Wrist pain can cause death for several reasons and so it is very much essential to be aware of the perfect measure by means of which this pain can be prevented. It might happen that while brushing your teeth in the morning, you face a wrist pain due to incorrect wrist movement. You might also face the same situation at the time of chopping carrots in your kitchen for cooking purposes. So, the reason might be anything but you must take proper care regarding the positioning of your wrist. Sprain or fracture can sometimes be the cause of severe wrist pains which mainly causes due to injury. The sportsmen often suffer from this problem, especially the bowlers as there is a great role of the wrist in bowling. Therefore, you must follow the best methods of getting wrist relief with exercises.
Primary exercises for reliving wrist pain
• Wrist stretches are considered as one of the most useful and essential wrist exercises that are highly effective for relieving the unwanted wrist pain from any reason like injury, sprain, fracture or others. These stretches can be easily practiced at home just by making your wrist hang over the table edge where your forearm has been supported. After that, you must practice downward and upward wrist bending at a slow pace for the purpose of thorough wrist stretching and this method needs to be continued for at least 10 times at one single stretch.
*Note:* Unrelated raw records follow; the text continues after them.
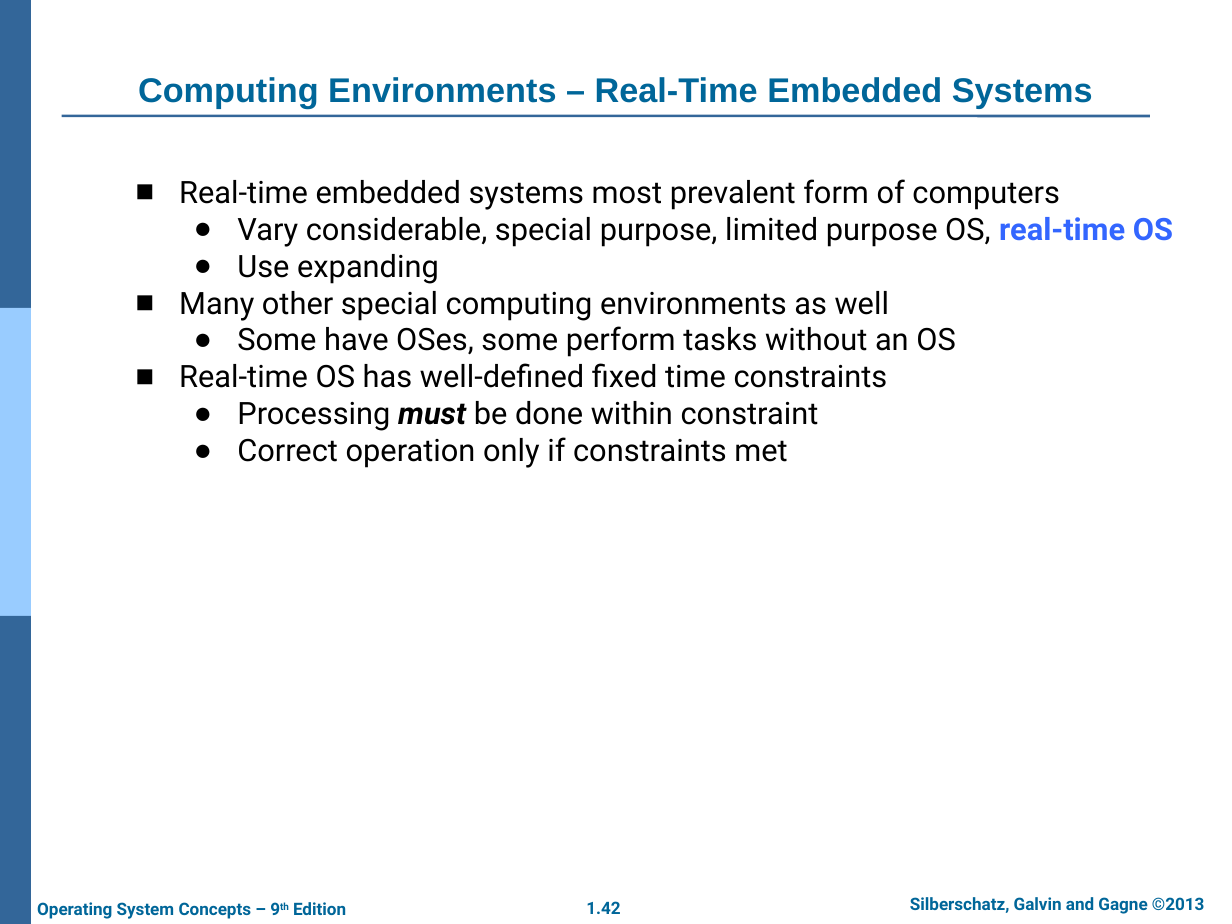
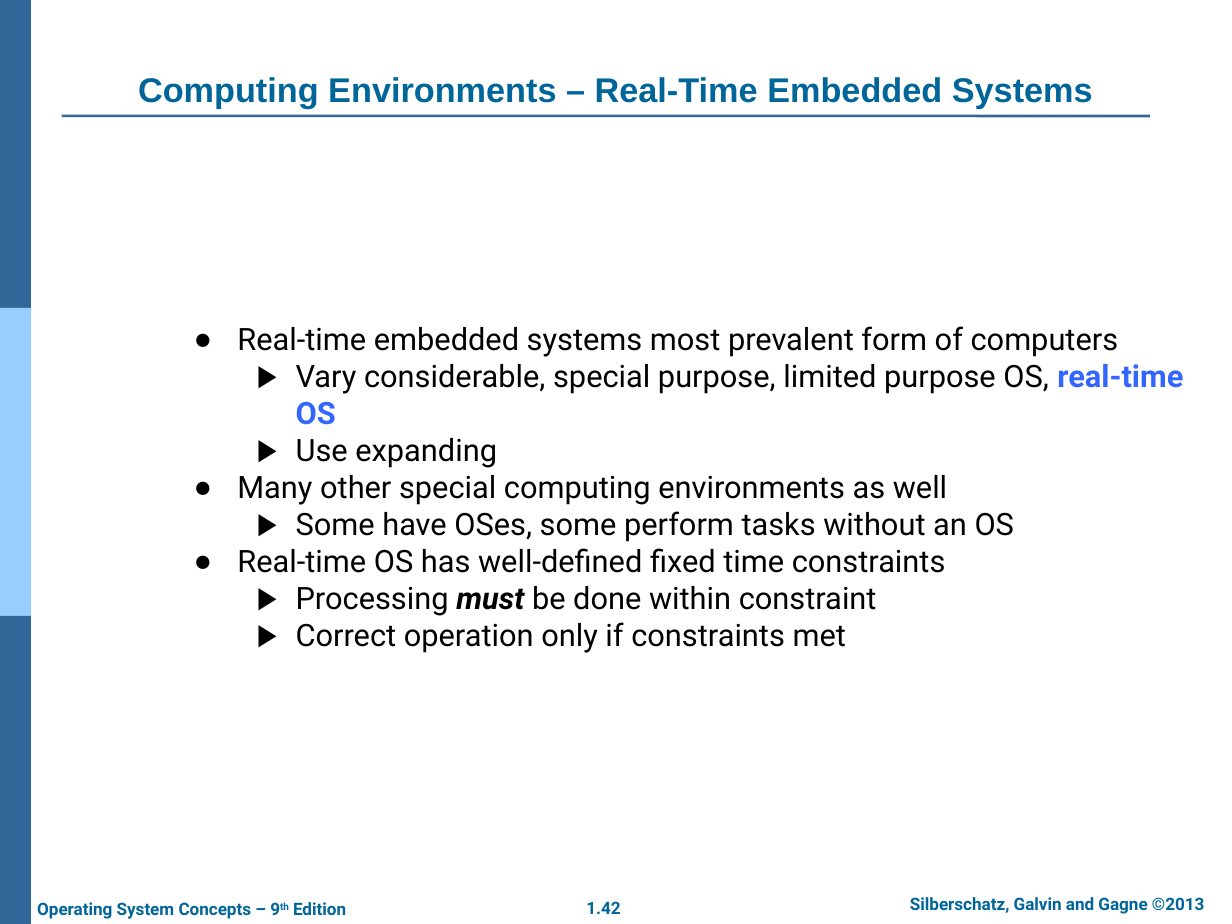
Before and after one commit to junaidasif-dev/BSAI-Content, a slide deck: slide 42 of Sem-5/OS/Theory/ch1.pptx 1ST OCT.pptx. Drawn at 1232x924 pixels with LibreOffice and Linux fonts; fonts in the diff are those of the drawing; background and template pictures are left out. Boxes give left, top, right and bottom in pixels: in the first picture for what was removed or moved away, otherwise in the second. Text is boxed around its words. In the diff, an @@ line names an element or a change of style, - is before the commit and + after.

```diff
--- a/Sem-5/OS/Theory/ch1.pptx 1ST OCT.pptx
+++ b/Sem-5/OS/Theory/ch1.pptx 1ST OCT.pptx
@@ text "Real-time embedded systems most prevalent ..." at <box>237,326,1183,653</box>: bullet ■ to ●; list level 1 to 2 in "Real-time embedded systems most prevalent ..."; bullet colour #993300 to #CC6600; bullet ● to ▶; list level 2 to 3 in "Vary considerable, special purpose, limited ..."; bullet colour #CC6600 to #009900; list level 2 to 3 in "Use expanding"; list level 1 to 2 in "Many other special computing environments ..."; list level 2 to 3 in "Some have OSes, some perform ..."; list level 1 to 2 in "Real-time OS has well-defined fixed ..."; list level 2 to 3 in "Processing must be done within ..."; list level 2 to 3 in "Correct operation only if constraints ..." @@
```
Also in this commit, not shown: 3 other slides changed, 12 other files.

You can also make side-to-side movement of your wrist slowly for making the stretch more impactful.
• The prayer stretch can be regarded as one of the most popular ones which are mainly included within yoga forms of exercises. This particular wrist exercise mainly includes the folding of your palms as if you are doing a prayer to god. In this way, gentle wrist stretch can be easily created by means of lowering the wrist with elbows out. You must hold back this specific position fort minimum 10 minutes and after that you can return back to the old position for coming into this stretch form once gain and thus needs to be continued for at least 10 times.
• Opposite-hand stretch is also quite easy to follow and thus it is getting practiced by maximum fellows who are suffering tremendously from wrist pain. In this case, the opposite hand needs to be pressed back in a downward position. The fingers must be directed towards the room floor and you must hold the concerned position for at least 15 minutes.
• Tennis-ball wrist exercises are also quite popular these days and you can easily practice the same by means of squeezing the ball hard and this needs to be repeated at least for 10 times.
• Extension and flexion exercises are mainly practiced with the help of dumbbells and they are quite easy to practice.
• Rubber-band exercises for forearm involves the puling of the rubber band with hands which is wrapped into your fingers.